Welcome to our wiki page: ''How to visually interpret biological data using networks''
From this page you can learn more about the different datasets used to build the network shown in Figure 1b of the Primer about network visualization [Merico, D. Gfeller, D. & Bader, G.D., Nat. Biotech. x, x (2009), PDF] and download them if you want to try visualizing and analyzing them with your own tools.
How to visually interpret biological data using networks
Merico D, Gfeller D, Bader GD
Nature Biotechnology 2009 Oct 27, 921-924
PubMed Abstract - PDF
Figure 1: Network visualization of chromosome maintenance and duplication machinery in baker’s yeast, Saccharomyces cerevisiae (yeast_duplication_network.pdf).
Figure description
Nodes represent proteins that are annotated as being located on the chromosome by the Gene Ontology project (for clarity, the suffix ‘p’ has been removed from yeast protein names). Node colors specify chromosomal location sub-categories: replication fork, red; nucleosome, green; kinetochore, blue; and other chromosome components, yellow. Edges represent protein-protein interactions that were manually extracted from publications by BioGRID database curators. Gene expression data of cells monitored during one round of the cell cycle are visually annotated on the network. Edge width encodes positive Pearson correlation between transcript profiles. Node size corresponds to the transcriptional amplitude, which is a measure of how much expression changes over the cell cycle. The network was visualized using the Cytoscape software.
Datasets
The datasets described below can be freely downloaded. They have been formatted to be readily usable with Cytoscape software.

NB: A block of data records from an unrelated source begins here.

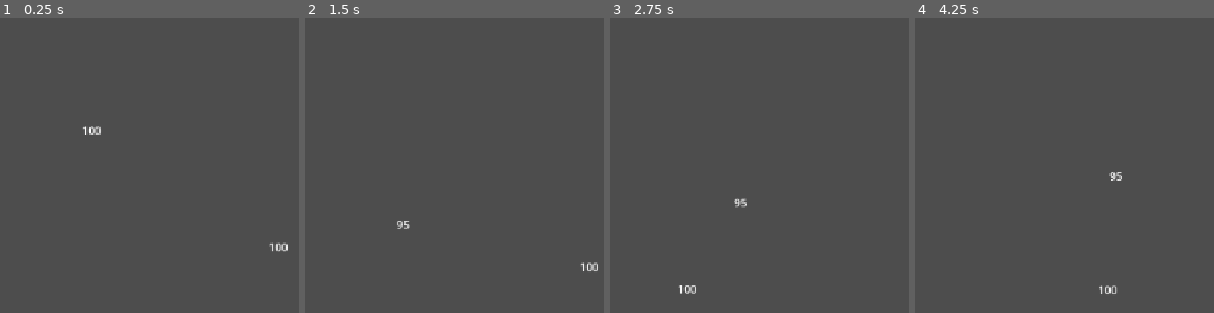
Above: before the commit, frames 1-4 (left to right).
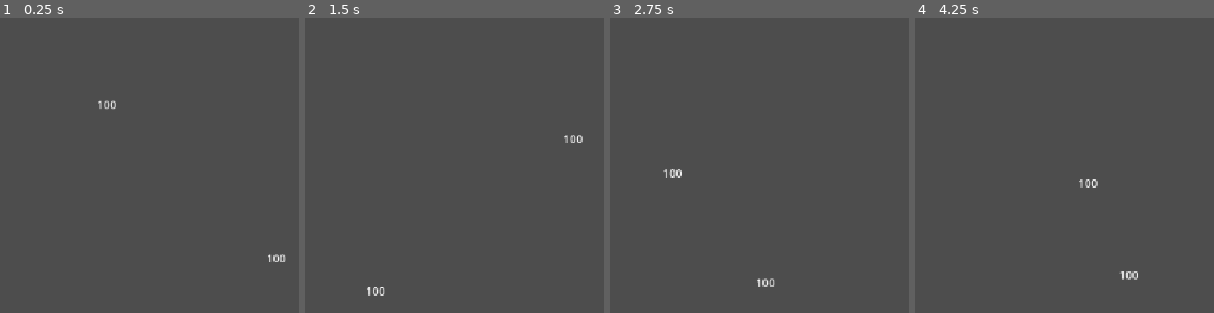
Above: after the commit, the same moments.

Repository: akiiris/ball-duels
Game: Godot game, scene res://scenes/main.tscn
The game is run twice, just before and just after one commit, with the same random seed, the same clock (stepped at 60 frames per second) and the same inputs.
Inputs:
- Up to frame 1 (0.25 s): no input
- Up to frame 2 (1.5 s): no input
- Up to frame 3 (2.75 s): no input
- Up to frame 4 (4.25 s): no input

The runs differ from the first frame. In frame 1, 0.5% of the frame differs, in the area x 27-97%, y 27-83%; in frame 2, 0.4%; in frame 3, 0.5%; in frame 4, 0.5%.

Commit message:
Change ball to rigidbody

Diff:
--- a/scenes/ball/ball.gd
+++ b/scenes/ball/ball.gd
@@ -1,5 +1,5 @@
 class_name Ball
-extends CharacterBody2D
+extends RigidBody2D
 
 var speed: float = 4.0
 var health: int = 100
@@ -7,7 +7,7 @@
 var movement_vector: Vector2
 
 func _ready() -> void:
-	movement_vector = Vector2(4,5).normalized()
+	movement_vector = Vector2(randi_range(1,100),randi_range(1,100)).normalized()
 	movement_vector *= speed
 
 	update_health_text()
--- a/scenes/ball/ball.tscn
+++ b/scenes/ball/ball.tscn
@@ -2,12 +2,21 @@
 
 [ext_resource type="Script" uid="uid://dmyhiru1a17tt" path="res://scenes/ball/ball.gd" id="1_oqv3d"]
 
+[sub_resource type="PhysicsMaterial" id="PhysicsMaterial_6cikw"]
+friction = 0.0
+bounce = 1.0
+absorbent = true
+
 [sub_resource type="CircleShape2D" id="CircleShape2D_cjddi"]
 radius = 40.0
 
-[node name="Ball" type="CharacterBody2D" unique_id=464241686]
+[node name="Ball" type="RigidBody2D" unique_id=1128941441]
 collision_layer = 2
 collision_mask = 3
+physics_material_override = SubResource("PhysicsMaterial_6cikw")
+gravity_scale = 0.0
+contact_monitor = true
+max_contacts_reported = 4
 script = ExtResource("1_oqv3d")
 
 [node name="Col" type="CollisionShape2D" parent="." unique_id=4406282]
--- a/scenes/ball/types/contact_ball.gd
+++ /dev/null
@@ -1,6 +0,0 @@
-extends Ball
-
-var damage: int = 5
-
-func ball_collision(other_ball: Ball):
-	other_ball.receive_hit(damage)
--- a/scenes/ball/types/contact_ball.tscn
+++ /dev/null
@@ -1,25 +0,0 @@
-[gd_scene format=3 uid="uid://dhfmbgopajif2"]
-
-[ext_resource type="Script" uid="uid://bxnkgmwcoymwe" path="res://scenes/ball/types/contact_ball.gd" id="1_ivm5q"]
-
-[sub_resource type="CircleShape2D" id="CircleShape2D_cjddi"]
-radius = 40.0
-
-[node name="ContactBall" type="CharacterBody2D" unique_id=1447695241]
-collision_layer = 2
-collision_mask = 3
-script = ExtResource("1_ivm5q")
-metadata/_custom_type_script = "uid://dmyhiru1a17tt"
-
-[node name="Col" type="CollisionShape2D" parent="." unique_id=1083688682]
-shape = SubResource("CircleShape2D_cjddi")
-metadata/_edit_lock_ = true
-
-[node name="HealthLabel" type="Label" parent="." unique_id=419430690]
-offset_left = -30.0
-offset_top = -30.0
-offset_right = 30.0
-offset_bottom = 30.0
-horizontal_alignment = 1
-vertical_alignment = 1
-metadata/_edit_lock_ = true
--- a/scenes/world.tscn
+++ b/scenes/world.tscn
@@ -2,7 +2,6 @@
 
 [ext_resource type="PackedScene" uid="uid://bnxrcf1bovwl4" path="res://scenes/arena.tscn" id="1_nnsk1"]
 [ext_resource type="PackedScene" uid="uid://brkr4u278k3fj" path="res://scenes/ball/ball.tscn" id="2_rwgxs"]
-[ext_resource type="PackedScene" uid="uid://dhfmbgopajif2" path="res://scenes/ball/types/contact_ball.tscn" id="3_4wyf3"]
 
 [node name="World" type="Node2D" unique_id=738565079]
 
@@ -15,5 +14,5 @@
 [node name="Ball" parent="." unique_id=464241686 instance=ExtResource("2_rwgxs")]
 position = Vector2(-123, -95)
 
-[node name="ContactBall" parent="." unique_id=1447695241 instance=ExtResource("3_4wyf3")]
-position = Vector2(146, 73)
+[node name="Ball2" parent="." unique_id=67823795 instance=ExtResource("2_rwgxs")]
+position = Vector2(162, 127)
Not shown, removed: scenes/ball/types/contact_ball.gd.uid
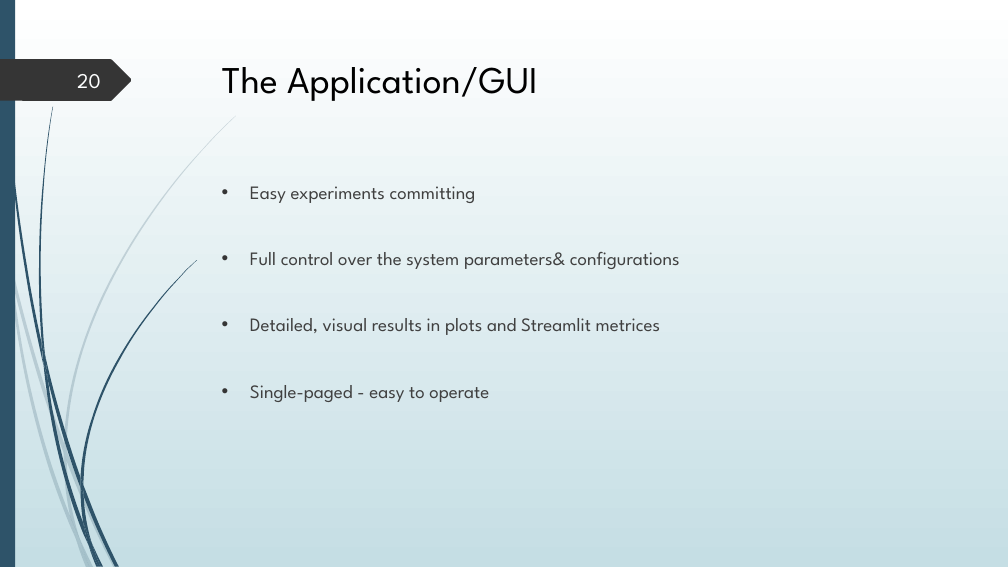
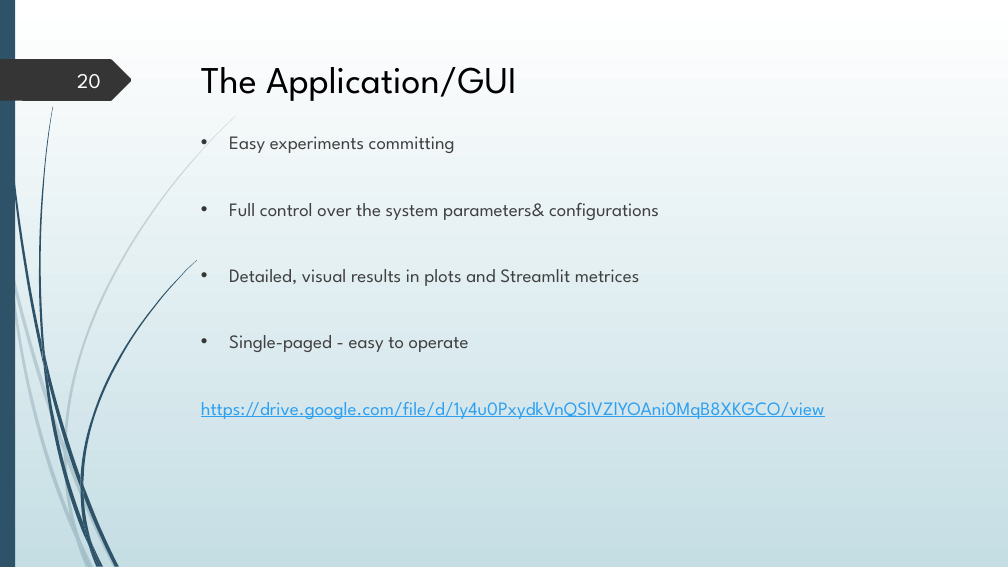
Before and after one commit to kmaltcev/NLP-BiLSTM-model, a slide deck: slide 20 of Capstone Project 21-2-R-13.pptx. Drawn at 1008x567 pixels with LibreOffice and Linux fonts; fonts in the diff are those of the drawing. Boxes give left, top, right and bottom in pixels: in the first picture for what was removed or moved away, otherwise in the second. Text is boxed around its words. In the diff, an @@ line names an element or a change of style, - is before the commit and + after.

```diff
--- a/Capstone Project 21-2-R-13.pptx
+++ b/Capstone Project 21-2-R-13.pptx
@@ title "The Application/GUI" moved from (x1=222, y1=67, x2=538, y2=101) to (x1=201, y1=67, x2=517, y2=101) @@
@@ text "Easy experiments committing" moved from (x1=250, y1=186, x2=680, y2=402) to (x1=201, y1=136, x2=825, y2=419) @@
@@ text at (x1=201, y1=402, x2=825, y2=419): paragraph added @@
+https://drive.google.com/file/d/1y4u0PxydkVnQSlVZlYOAni0MqB8XKGCO/view
```
Also in this commit, not shown: 14 other slides changed, 9 other files.
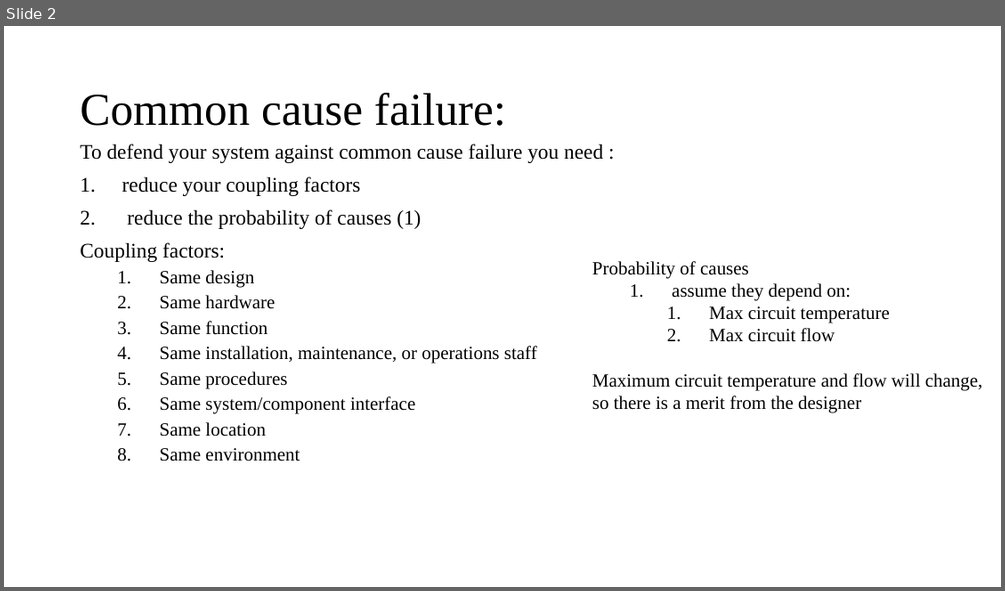
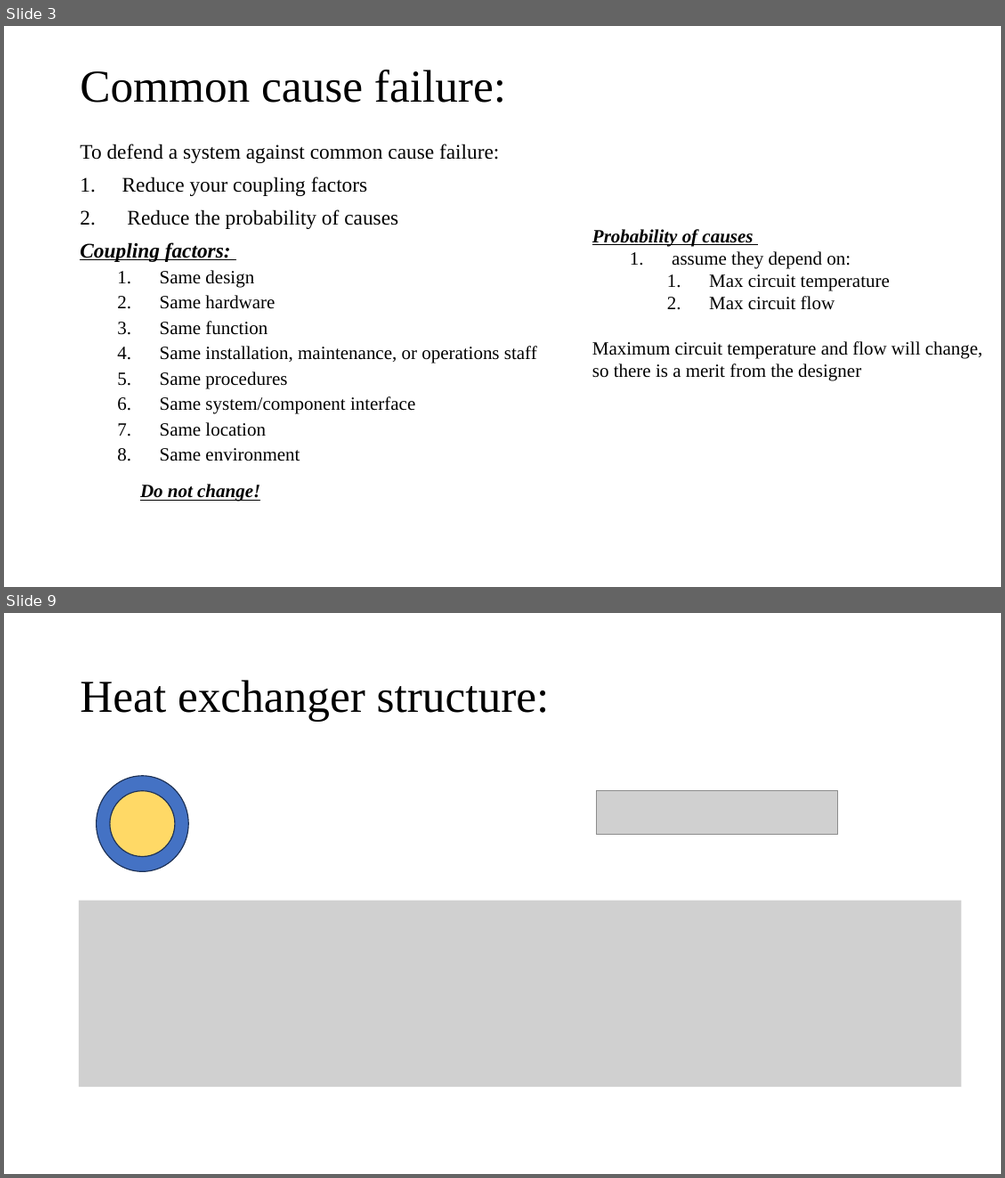
Before and after one commit to NikolaosKallieros/oklo_project, a slide deck: dracs_calculation/dracs.pptx. Shown one above the other, each under a label of ours: slide 2 before the commit, slides 3 and 9 after it; the slides between them are not shown. The pictures are 1005x591 and 1005x1178 pixels, drawn with LibreOffice and Linux fonts; fonts in the diff are those of the drawing; grey boxes stand for pictures. Boxes give left, top, right and bottom in pixels: in the first picture for what was removed or moved away, otherwise in the second. Text is boxed around its words. In the diff, an @@ line names an element or a change of style, - is before the commit and + after.

```diff
--- a/dracs_calculation/dracs.pptx
+++ b/dracs_calculation/dracs.pptx
@@ slide 9 added at [4, 613, 1001, 1174], background #FFFFFF @@
@@ title added at [80, 680, 550, 721], 44 pt, text #000000 @@
+Heat exchanger structure:
@@ ellipse added at [96, 776, 188, 872], fill #4472C4, outline #1E3256 1 pt @@
@@ ellipse added at [110, 791, 175, 857], fill #FFD966, outline #1E3256 1 pt @@
@@ picture added at [596, 791, 838, 835] @@
@@ picture added at [79, 900, 961, 1086] @@
@@ what was slide 2 is now slide 3 @@
@@ slide 3 changed as well @@
@@ title "Common cause failure:": place and size @@
-title "Common cause failure:" at [80, 93, 506, 126]
+title "Common cause failure:" at [80, 70, 506, 103]
@@ text at [80, 143, 499, 229]: text changed @@
-To defend your system against common cause failure you need :
-1. reduce your coupling factors
-2. reduce the probability of causes (1)
+To defend a system against common cause failure:
+1. Reduce your coupling factors
+2. Reduce the probability of causes
@@ text "Probability of causes": place and size @@
-text "Probability of causes" at [592, 261, 983, 413]
+text "Probability of causes" at [592, 229, 983, 381]
@@ text at [592, 229, 752, 246]: bold on, italic on, underline on in "Probability of causes" @@
@@ text at [80, 242, 231, 262]: bold on, italic on, underline on in "Coupling factors:" @@
@@ text added at [140, 483, 260, 501], 18 pt, text #000000, bold, italic, underline @@
+Do not change!
```
Also in this commit, not shown: 4 other slides changed, 18 other slides added, 2 slides removed, 10 other files.
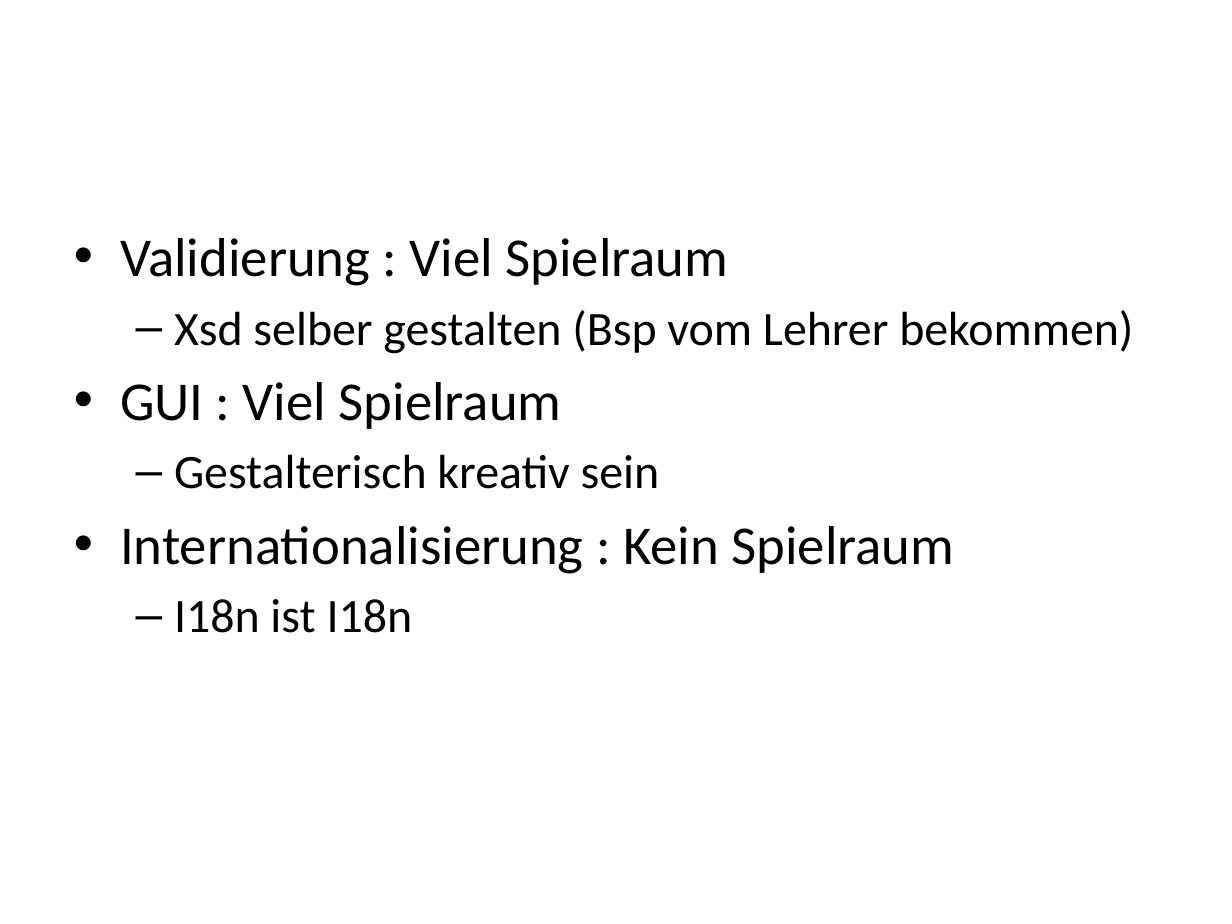
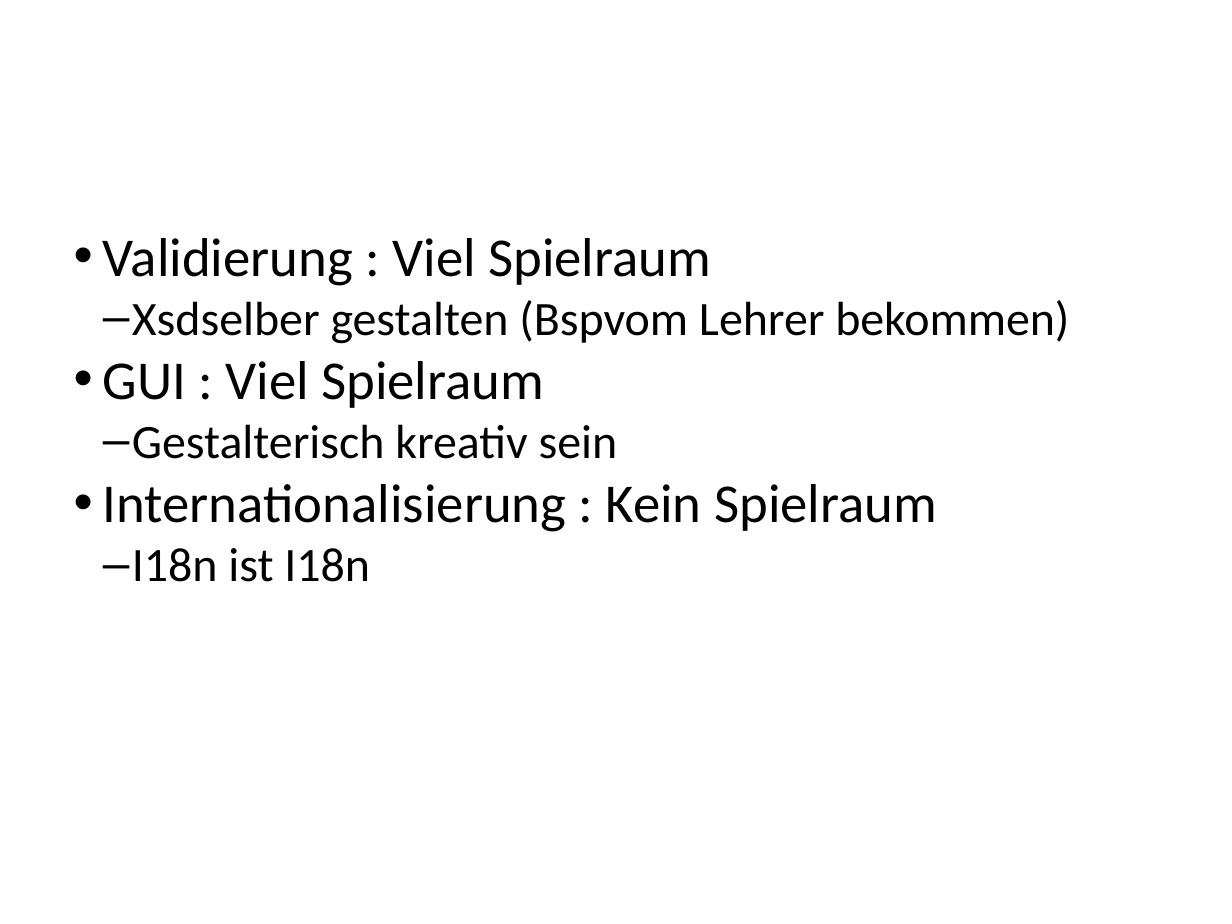
Before and after one commit to Wh0l3/Lotto, a slide deck: slide 4 of Lotto Validierung.pptx. Drawn at 1232x924 pixels with LibreOffice and Linux fonts; fonts in the diff are those of the drawing. Boxes give left, top, right and bottom in pixels: in the first picture for what was removed or moved away, otherwise in the second. Text is boxed around its words. In the diff, an @@ line names an element or a change of style, - is before the commit and + after.

```diff
--- a/Lotto Validierung.pptx
+++ b/Lotto Validierung.pptx
@@ text at box(103, 238, 937, 582): indent changed; less space between paragraphs @@
@@ text at box(132, 300, 1069, 344): text changed @@
-  – Xsd selber gestalten (Bsp vom Lehrer bekommen)
+  – Xsdselber gestalten (Bspvom Lehrer bekommen)
```
Also in this commit, not shown: 7 other slides changed, 2 slides added, 8 other files.

Protein-protein interactions protein-protein_interaction.sif
Proteins interactions are retrieved from the BioGRID database. Interactions between yeast proteins annotated as being located on the chromosome by the Gene Ontology (GO) (Cellular Component: chromosome and all its children) are listed. BioGRID interactions were filtered to keep only physical interactions described as "manually curated" (i.e. no data coming exclusively from automated literature mining have been included). Finally, we restricted ourselves to the proteins forming the largest connected component of the network.GO annotations GO_annotation.txt
Three sub-categories of the GO chromosome category were used to further specify the yeast proteins: replication fork (red), nucleosome (green) and kinetochore (blue). Cse4 is annotated to both the nucleosome and the kinetochore.Yeast gene names yeast_gene_name.txt
Systematic and standard name of the proteins.Gene expression amplitude gene_expression_amplitude.txt
Gene expression data come from [Spellman et al. Mol. Biol. Cell 9, 3273-3279 (1998), pubmed]. The gene expression amplitude was measured as the root mean square of the time-course expression values.Gene expression correlation gene_expression_correlation.txt
For each pair of interacting proteins, we computed the Pearson correlation coefficient between the corresponding transcription profiles. Negative correlations were given a value of 0. These data only represent gene expression correlations between interacting proteins. The correlations between all pairs of proteins can be downloaded here: gene_expression_correlation_full.txt
Visualizing the network using Cytoscape
- Download all the files listed above and make sure you have Cytoscape installed and running smoothly.
- Open Cytoscape.
- Go to File/Import/network(multiple file types) and select "protein_protein_interaction.sif".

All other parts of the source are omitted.